That's the way to learn 
The only reason I know is because my first instructor - Master Choi Kyoung An - took that road . So I gained my first black belt in both Tang Soo Do and ITF-Taekwondo , and even though the Danish TKD Federation later started doing the WTF-Taekwondo style, I have always been gratefull that I've had a dual background in styles that are more martial arts than martial sports.
Take care
Zeke


----------



## Shinzu (Mar 17, 2002)

i happened upon the MDK by accident.  i was studing shotokan in new york and when i moved to pa there were no japanese schools to be found.  

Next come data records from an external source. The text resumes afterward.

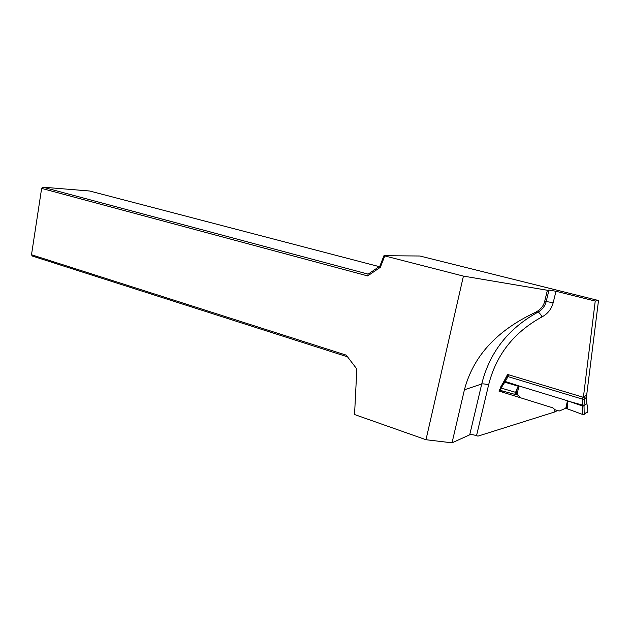 <?xml version="1.0" encoding="UTF-8"?>
<svg xmlns="http://www.w3.org/2000/svg" width="630" height="630" viewBox="0 0 630 630"><rect width="100%" height="100%" fill="white"/><g stroke="black" fill="none" stroke-linecap="round" stroke-linejoin="round"><path stroke-width="0.94" d="M595.232 301.069L598.5 300.518L419.816 256L383.938 255.709L463.428 276.105L547.391 290.265L544.58 301.778L546.186 301.542L548.982 290.084L555.991 291.265L595.232 301.069L583.396 397.317L507.567 374.448L503.047 383.032M555.991 291.265L553.187 302.699C551.478 309.054 547.777 313.779 542.068 316.858C513.938 332.215 496.109 354.903 488.597 384.93L476.532 435.661L477.949 436.141L554.825 411.925C555.117 409.925 554.305 408.523 552.384 407.712L498.85 391.017L499.96 390.316M598.5 300.518L586.766 394.38M557.503 410.516L554.825 411.925M548.982 290.084L547.391 290.265M476.532 435.661C473.421 434.692 471.145 434.416 469.712 434.826L452.025 442.835L425.99 439.724L354.548 414.532L356.84 369.022L346.24 355.147L31.5 254.748L32.28 256.024L347.516 356.824M384.717 256.095L380.339 267.301L367.676 275.916L41.635 188.394L31.5 254.748M425.99 439.724L463.428 276.105M379.166 266.624L89.712 191.016L42.808 187.165L368.141 274.137L379.866 266.151L383.938 255.709M380.339 267.301L379.866 266.151M367.676 275.916L368.141 274.137M41.667 188.213L42.808 187.165L41.667 188.213M544.58 301.778C543.288 306.574 539.942 310.243 534.563 312.779C496.582 330.742 473.201 356.415 464.42 389.781L452.025 442.835M508.402 374.7L508.008 376.606L507.181 375.937L504.402 380.803L505.221 381.481L508.008 376.606L582.49 399.152L584.278 399.255L586.168 397.561M583.978 406.003L582.246 405.909C583.057 408.744 582.978 411.516 582.002 414.225L584.191 414.375L584.01 405.129L582.23 405.027L582.246 405.909L567.465 400.767L518.899 385.914L517.088 394.459L520.805 397.861M517.088 394.459L516.025 394.317L517.395 387.82L514.781 394.341L516.025 394.317M582.002 414.225L565.772 408.256L559.172 411.036L554.565 409.594M585.829 393.947L586.837 394.671L584.986 396.183L583.538 396.168M504.323 380.945L503.992 381.583L504.858 382.064L505.221 381.481L518.829 385.899L518.285 386.206L504.78 382.19L500.984 388.198L500.614 390.474L514.781 394.341M503.212 382.725L500.204 387.789L515.513 392.309M499.566 389.529L500.574 390.632L506.063 391.978M500.574 390.632L499.598 389.986M586.837 394.671L586.128 397.727L587.806 410.232L587.585 412.335M584.01 405.129L584.986 396.183M517.395 387.82L518.285 386.206M584.191 414.375L586.443 412.351L587.569 412.469M567.244 408.846L567.748 403.688L566.63 408.626M567.811 401.168L567.748 403.688M567.748 401.003L582.23 405.027L582.947 397.183M534.563 312.779L537.847 312.204C542.131 309.873 544.911 306.322 546.186 301.542L553.187 302.699M464.42 389.781L481.737 383.977C489.589 352.398 508.292 328.466 537.847 312.204C538.989 312.33 540.398 313.882 542.068 316.858M469.712 434.826L481.737 383.977C483.147 383.702 485.439 384.016 488.597 384.93M567.465 400.767L565.772 408.256M500.685 390.19L499.606 389.395M499.692 389.23L500.716 390.057M499.527 389.868L503.905 381.756L504.756 382.221M504.858 382.064L503.976 381.536M582.23 405.752L583.978 405.854L586.766 403.216M515.088 393.364L514.883 394.349M587.625 411.949L587.168 412.642M582.238 405.87L583.978 405.964M507.15 376.173L507.465 374.637M503.913 381.748L507.126 376.134M587.097 412.626L586.215 412.39M587.562 407.004L586.876 404.027"/></g></svg>
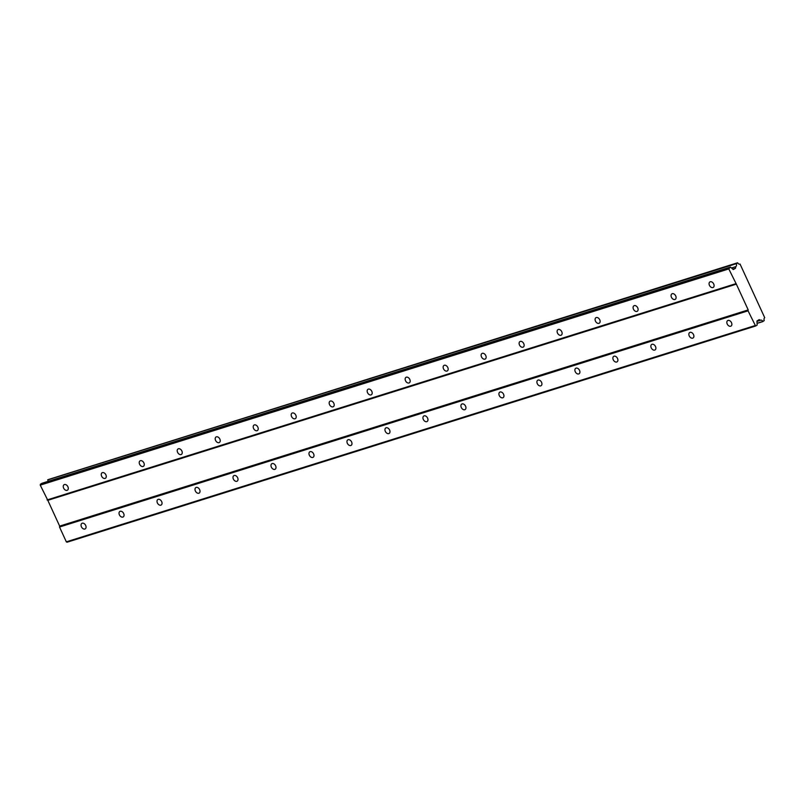 <?xml version="1.0" encoding="UTF-8"?>
<svg xmlns="http://www.w3.org/2000/svg" width="805" height="805" viewBox="0 0 805 805"><rect width="100%" height="100%" fill="white"/><g stroke="black" fill="none" stroke-linecap="round" stroke-linejoin="round"><path stroke-width="1.21" d="M82.221 523.21A3.22 2.204 -121.3 0 0 81.879 523.371A3.22 2.204 -121.3 0 0 81.536 527.023A3.22 2.204 -121.3 0 0 84.887 529.016A3.22 2.204 -121.3 0 0 85.219 528.855A3.22 2.204 -121.3 0 0 85.572 525.202A3.22 2.204 -121.3 0 0 82.221 523.21M728.022 320.43A3.22 2.204 -121.3 0 0 727.68 320.581A3.22 2.204 -121.3 0 0 727.338 324.244A3.22 2.204 -121.3 0 0 730.688 326.226A3.22 2.204 -121.3 0 0 731.031 326.075A3.22 2.204 -121.3 0 0 731.373 322.423A3.22 2.204 -121.3 0 0 728.022 320.43M690.036 332.354A3.22 2.204 -121.3 0 0 689.694 332.515A3.22 2.204 -121.3 0 0 689.352 336.168A3.22 2.204 -121.3 0 0 692.702 338.16A3.22 2.204 -121.3 0 0 693.035 338.009A3.22 2.204 -121.3 0 0 693.387 334.347A3.22 2.204 -121.3 0 0 690.036 332.354M652.04 344.288A3.22 2.204 -121.3 0 0 651.708 344.439A3.22 2.204 -121.3 0 0 651.356 348.102A3.22 2.204 -121.3 0 0 654.707 350.084A3.22 2.204 -121.3 0 0 655.049 349.934A3.22 2.204 -121.3 0 0 655.391 346.271A3.22 2.204 -121.3 0 0 652.04 344.288M614.054 356.213A3.22 2.204 -121.3 0 0 613.712 356.374A3.22 2.204 -121.3 0 0 613.37 360.026A3.22 2.204 -121.3 0 0 616.721 362.019A3.22 2.204 -121.3 0 0 617.063 361.858A3.22 2.204 -121.3 0 0 617.405 358.205A3.22 2.204 -121.3 0 0 614.054 356.213M576.068 368.147A3.22 2.204 -121.3 0 0 575.726 368.298A3.22 2.204 -121.3 0 0 575.384 371.96A3.22 2.204 -121.3 0 0 578.735 373.943A3.22 2.204 -121.3 0 0 579.077 373.792A3.22 2.204 -121.3 0 0 579.419 370.129A3.22 2.204 -121.3 0 0 576.068 368.147M538.082 380.071A3.22 2.204 -121.3 0 0 537.74 380.222A3.22 2.204 -121.3 0 0 537.398 383.884A3.22 2.204 -121.3 0 0 540.749 385.877A3.22 2.204 -121.3 0 0 541.081 385.716A3.22 2.204 -121.3 0 0 541.433 382.063A3.22 2.204 -121.3 0 0 538.082 380.071M500.086 392.005A3.22 2.204 -121.3 0 0 499.754 392.156A3.22 2.204 -121.3 0 0 499.402 395.808A3.22 2.204 -121.3 0 0 502.753 397.801A3.22 2.204 -121.3 0 0 503.095 397.65A3.22 2.204 -121.3 0 0 503.437 393.987A3.22 2.204 -121.3 0 0 500.086 392.005M462.1 403.929A3.22 2.204 -121.3 0 0 461.758 404.08A3.22 2.204 -121.3 0 0 461.416 407.743A3.22 2.204 -121.3 0 0 464.767 409.725A3.22 2.204 -121.3 0 0 465.109 409.574A3.22 2.204 -121.3 0 0 465.451 405.921A3.22 2.204 -121.3 0 0 462.1 403.929M424.114 415.853A3.22 2.204 -121.3 0 0 423.772 416.014A3.22 2.204 -121.3 0 0 423.43 419.667A3.22 2.204 -121.3 0 0 426.781 421.659A3.22 2.204 -121.3 0 0 427.123 421.508A3.22 2.204 -121.3 0 0 427.465 417.845A3.22 2.204 -121.3 0 0 424.114 415.853M386.128 427.787A3.22 2.204 -121.3 0 0 385.786 427.938A3.22 2.204 -121.3 0 0 385.444 431.601A3.22 2.204 -121.3 0 0 388.795 433.583A3.22 2.204 -121.3 0 0 389.127 433.432A3.22 2.204 -121.3 0 0 389.479 429.769A3.22 2.204 -121.3 0 0 386.128 427.787M348.132 439.711A3.22 2.204 -121.3 0 0 347.8 439.872A3.22 2.204 -121.3 0 0 347.448 443.525A3.22 2.204 -121.3 0 0 350.799 445.517A3.22 2.204 -121.3 0 0 351.141 445.356A3.22 2.204 -121.3 0 0 351.483 441.704A3.22 2.204 -121.3 0 0 348.132 439.711M310.146 451.645A3.22 2.204 -121.3 0 0 309.804 451.796A3.22 2.204 -121.3 0 0 309.462 455.459A3.22 2.204 -121.3 0 0 312.813 457.441A3.22 2.204 -121.3 0 0 313.155 457.29A3.22 2.204 -121.3 0 0 313.497 453.628A3.22 2.204 -121.3 0 0 310.146 451.645M272.16 463.569A3.22 2.204 -121.3 0 0 271.818 463.72A3.22 2.204 -121.3 0 0 271.476 467.383A3.22 2.204 -121.3 0 0 274.827 469.375A3.22 2.204 -121.3 0 0 275.169 469.214A3.22 2.204 -121.3 0 0 275.511 465.562A3.22 2.204 -121.3 0 0 272.16 463.569M234.175 475.503A3.22 2.204 -121.3 0 0 233.832 475.654A3.22 2.204 -121.3 0 0 233.49 479.307A3.22 2.204 -121.3 0 0 236.841 481.299A3.22 2.204 -121.3 0 0 237.173 481.149A3.22 2.204 -121.3 0 0 237.525 477.486A3.22 2.204 -121.3 0 0 234.175 475.503M196.179 487.428A3.22 2.204 -121.3 0 0 195.846 487.578A3.22 2.204 -121.3 0 0 195.494 491.241A3.22 2.204 -121.3 0 0 198.845 493.224A3.22 2.204 -121.3 0 0 199.187 493.073A3.22 2.204 -121.3 0 0 199.529 489.42A3.22 2.204 -121.3 0 0 196.179 487.428M158.193 499.352A3.22 2.204 -121.3 0 0 157.85 499.513A3.22 2.204 -121.3 0 0 157.508 503.165A3.22 2.204 -121.3 0 0 160.859 505.158A3.22 2.204 -121.3 0 0 161.201 505.007A3.22 2.204 -121.3 0 0 161.543 501.344A3.22 2.204 -121.3 0 0 158.193 499.352M120.207 511.286A3.22 2.204 -121.3 0 0 119.865 511.437A3.22 2.204 -121.3 0 0 119.522 515.099A3.22 2.204 -121.3 0 0 122.873 517.082A3.22 2.204 -121.3 0 0 123.215 516.931A3.22 2.204 -121.3 0 0 123.557 513.268A3.22 2.204 -121.3 0 0 120.207 511.286M64.43 484.55A3.22 2.204 -121.3 0 0 64.098 484.701A3.22 2.204 -121.3 0 0 63.746 488.363A3.22 2.204 -121.3 0 0 67.097 490.346A3.22 2.204 -121.3 0 0 67.439 490.195A3.22 2.204 -121.3 0 0 67.781 486.532A3.22 2.204 -121.3 0 0 64.43 484.55M710.241 281.77A3.22 2.204 -121.3 0 0 709.899 281.921A3.22 2.204 -121.3 0 0 709.557 285.574A3.22 2.204 -121.3 0 0 712.908 287.566A3.22 2.204 -121.3 0 0 713.24 287.415A3.22 2.204 -121.3 0 0 713.592 283.752A3.22 2.204 -121.3 0 0 710.241 281.77M672.245 293.694A3.22 2.204 -121.3 0 0 671.913 293.845A3.22 2.204 -121.3 0 0 671.561 297.508A3.22 2.204 -121.3 0 0 674.912 299.49A3.22 2.204 -121.3 0 0 675.254 299.339A3.22 2.204 -121.3 0 0 675.596 295.687A3.22 2.204 -121.3 0 0 672.245 293.694M634.26 305.628A3.22 2.204 -121.3 0 0 633.917 305.779A3.22 2.204 -121.3 0 0 633.575 309.432A3.22 2.204 -121.3 0 0 636.926 311.424A3.22 2.204 -121.3 0 0 637.268 311.273A3.22 2.204 -121.3 0 0 637.61 307.611A3.22 2.204 -121.3 0 0 634.26 305.628M596.274 317.552A3.22 2.204 -121.3 0 0 595.931 317.703A3.22 2.204 -121.3 0 0 595.589 321.366A3.22 2.204 -121.3 0 0 598.94 323.348A3.22 2.204 -121.3 0 0 599.282 323.197A3.22 2.204 -121.3 0 0 599.624 319.535A3.22 2.204 -121.3 0 0 596.274 317.552M558.288 329.476A3.22 2.204 -121.3 0 0 557.946 329.637A3.22 2.204 -121.3 0 0 557.603 333.29A3.22 2.204 -121.3 0 0 560.954 335.283A3.22 2.204 -121.3 0 0 561.286 335.122A3.22 2.204 -121.3 0 0 561.638 331.469A3.22 2.204 -121.3 0 0 558.288 329.476M520.292 341.411A3.22 2.204 -121.3 0 0 519.96 341.562A3.22 2.204 -121.3 0 0 519.607 345.224A3.22 2.204 -121.3 0 0 522.958 347.207A3.22 2.204 -121.3 0 0 523.3 347.056A3.22 2.204 -121.3 0 0 523.642 343.393A3.22 2.204 -121.3 0 0 520.292 341.411M482.306 353.335A3.22 2.204 -121.3 0 0 481.964 353.486A3.22 2.204 -121.3 0 0 481.621 357.148A3.22 2.204 -121.3 0 0 484.972 359.141A3.22 2.204 -121.3 0 0 485.314 358.98A3.22 2.204 -121.3 0 0 485.657 355.327A3.22 2.204 -121.3 0 0 482.306 353.335M444.32 365.269A3.22 2.204 -121.3 0 0 443.978 365.42A3.22 2.204 -121.3 0 0 443.636 369.082A3.22 2.204 -121.3 0 0 446.986 371.065A3.22 2.204 -121.3 0 0 447.328 370.914A3.22 2.204 -121.3 0 0 447.671 367.251A3.22 2.204 -121.3 0 0 444.32 365.269M406.334 377.193A3.22 2.204 -121.3 0 0 405.992 377.344A3.22 2.204 -121.3 0 0 405.65 381.007A3.22 2.204 -121.3 0 0 409 382.989A3.22 2.204 -121.3 0 0 409.332 382.838A3.22 2.204 -121.3 0 0 409.685 379.185A3.22 2.204 -121.3 0 0 406.334 377.193M368.338 389.127A3.22 2.204 -121.3 0 0 368.006 389.278A3.22 2.204 -121.3 0 0 367.654 392.931A3.22 2.204 -121.3 0 0 371.004 394.923A3.22 2.204 -121.3 0 0 371.347 394.772A3.22 2.204 -121.3 0 0 371.689 391.109A3.22 2.204 -121.3 0 0 368.338 389.127M330.352 401.051A3.22 2.204 -121.3 0 0 330.01 401.202A3.22 2.204 -121.3 0 0 329.668 404.865A3.22 2.204 -121.3 0 0 333.018 406.847A3.22 2.204 -121.3 0 0 333.361 406.696A3.22 2.204 -121.3 0 0 333.703 403.033A3.22 2.204 -121.3 0 0 330.352 401.051M292.366 412.975A3.22 2.204 -121.3 0 0 292.024 413.136A3.22 2.204 -121.3 0 0 291.682 416.789A3.22 2.204 -121.3 0 0 295.033 418.781A3.22 2.204 -121.3 0 0 295.375 418.63A3.22 2.204 -121.3 0 0 295.717 414.967A3.22 2.204 -121.3 0 0 292.366 412.975M254.38 424.909A3.22 2.204 -121.3 0 0 254.038 425.06A3.22 2.204 -121.3 0 0 253.696 428.723A3.22 2.204 -121.3 0 0 257.047 430.705A3.22 2.204 -121.3 0 0 257.379 430.554A3.22 2.204 -121.3 0 0 257.731 426.892A3.22 2.204 -121.3 0 0 254.38 424.909M216.384 436.833A3.22 2.204 -121.3 0 0 216.052 436.984A3.22 2.204 -121.3 0 0 215.7 440.647A3.22 2.204 -121.3 0 0 219.051 442.639A3.22 2.204 -121.3 0 0 219.393 442.478A3.22 2.204 -121.3 0 0 219.735 438.826A3.22 2.204 -121.3 0 0 216.384 436.833M178.398 448.767A3.22 2.204 -121.3 0 0 178.056 448.918A3.22 2.204 -121.3 0 0 177.714 452.581A3.22 2.204 -121.3 0 0 181.065 454.563A3.22 2.204 -121.3 0 0 181.407 454.412A3.22 2.204 -121.3 0 0 181.749 450.75A3.22 2.204 -121.3 0 0 178.398 448.767M140.412 460.691A3.22 2.204 -121.3 0 0 140.07 460.842A3.22 2.204 -121.3 0 0 139.728 464.505A3.22 2.204 -121.3 0 0 143.079 466.487A3.22 2.204 -121.3 0 0 143.421 466.337A3.22 2.204 -121.3 0 0 143.763 462.684A3.22 2.204 -121.3 0 0 140.412 460.691M102.426 472.626A3.22 2.204 -121.3 0 0 102.084 472.776A3.22 2.204 -121.3 0 0 101.742 476.429A3.22 2.204 -121.3 0 0 105.093 478.422A3.22 2.204 -121.3 0 0 105.425 478.271A3.22 2.204 -121.3 0 0 105.777 474.608A3.22 2.204 -121.3 0 0 102.426 472.626M748.207 309.905L59.661 526.108L47.807 500.328L736.344 284.135L748.207 309.905L748.056 310.821L59.52 527.023L66.332 541.846L67.077 542.218L755.613 326.015L757.153 325.079L756.952 320.994L759.196 319.625L760.463 320.269A2.355 1.691 -107.4 0 1 760.695 320.169A2.355 1.691 -107.4 0 1 762.838 321.467L764.247 320.541A2.355 1.691 -107.4 0 1 764.71 317.683L740.047 264.05A2.355 1.691 -107.4 0 1 739.845 264.131A2.355 1.691 -107.4 0 1 737.722 262.873L736.263 263.698A2.355 1.691 -107.4 0 1 735.79 266.636L735.539 268.206L733.295 269.574L730.477 267.079L728.787 268.93L736.344 284.135M59.661 526.108L59.52 527.023M730.477 267.079L41.941 483.282L40.401 484.218L40.25 485.133L47.807 500.328M737.541 262.782L47.726 479.901A2.355 1.691 -107.4 0 1 47.998 481.38M748.056 310.821L755.613 326.015M47.062 499.955L735.609 283.752M736.293 263.537L47.757 479.74M757.072 323.389L762.969 321.537M756.972 321.366L760.463 320.269M762.838 321.467L757.062 323.288M754.869 325.643L66.332 541.846M40.25 485.133L728.787 268.93M728.938 268.025L40.401 484.218M732.741 269.081L735.539 268.206M731.504 267.985L735.79 266.636M47.726 479.901L736.263 263.698"/></g></svg>
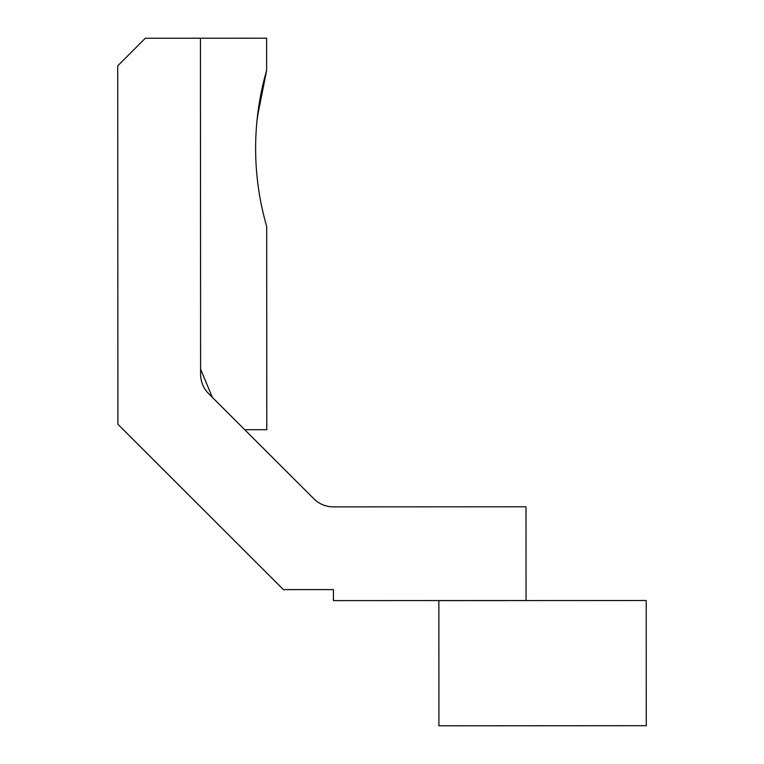 <?xml version="1.0" encoding="UTF-8"?>
<svg xmlns="http://www.w3.org/2000/svg" width="764" height="764" viewBox="0 0 764 764"><rect width="100%" height="100%" fill="white"/><g stroke="black" fill="none" stroke-linecap="round" stroke-linejoin="round"><path stroke-width="1.15" d="M646.268 725.695L646.21 600.523L438.87 600.628L438.928 725.8L646.268 725.695M333.4 506.876A27.571 27.571 159.4 0 1 313.899 498.816L208.687 393.699A27.571 27.571 159.4 0 1 200.598 374.207L200.435 38.229L145.294 38.257L117.732 65.847L117.904 424.268L283.415 589.617L333.438 589.598L333.438 600.619L526.052 600.533L526.004 506.79L333.4 506.876M256.971 120.922L261.059 93.342L266.617 70.498L257.411 116.758M244.738 429.721L266.798 429.712L266.693 226.469A281.228 281.228 158.7 0 1 266.617 70.498L266.607 38.2L200.435 38.229M200.598 369.088L212.306 397.328"/></g></svg>

someone had suggested tang soo do and to my surprise it was very similar to shotokan.  so here i am three years later and alot wiser and knowledgeable about my style and the martial arts.

i don't regret it at all.  i love the art i study and am grateful for the instructors who have helped me in the past and present.


----------



## arnisador (Mar 17, 2002)

*Shinzu*, in what ways would you say that Shotokan is superior to TSD and vice versa?


----------



## Shinzu (Mar 17, 2002)

> Shinzu, in what ways would you say that Shotokan is superior to TSD and vice versa?



well they are amost exactly the same if you can believe it.  TSD's kicks differ in that they are much higher. shotokan's stances are lower and there are more "slower focus" movements during their forms.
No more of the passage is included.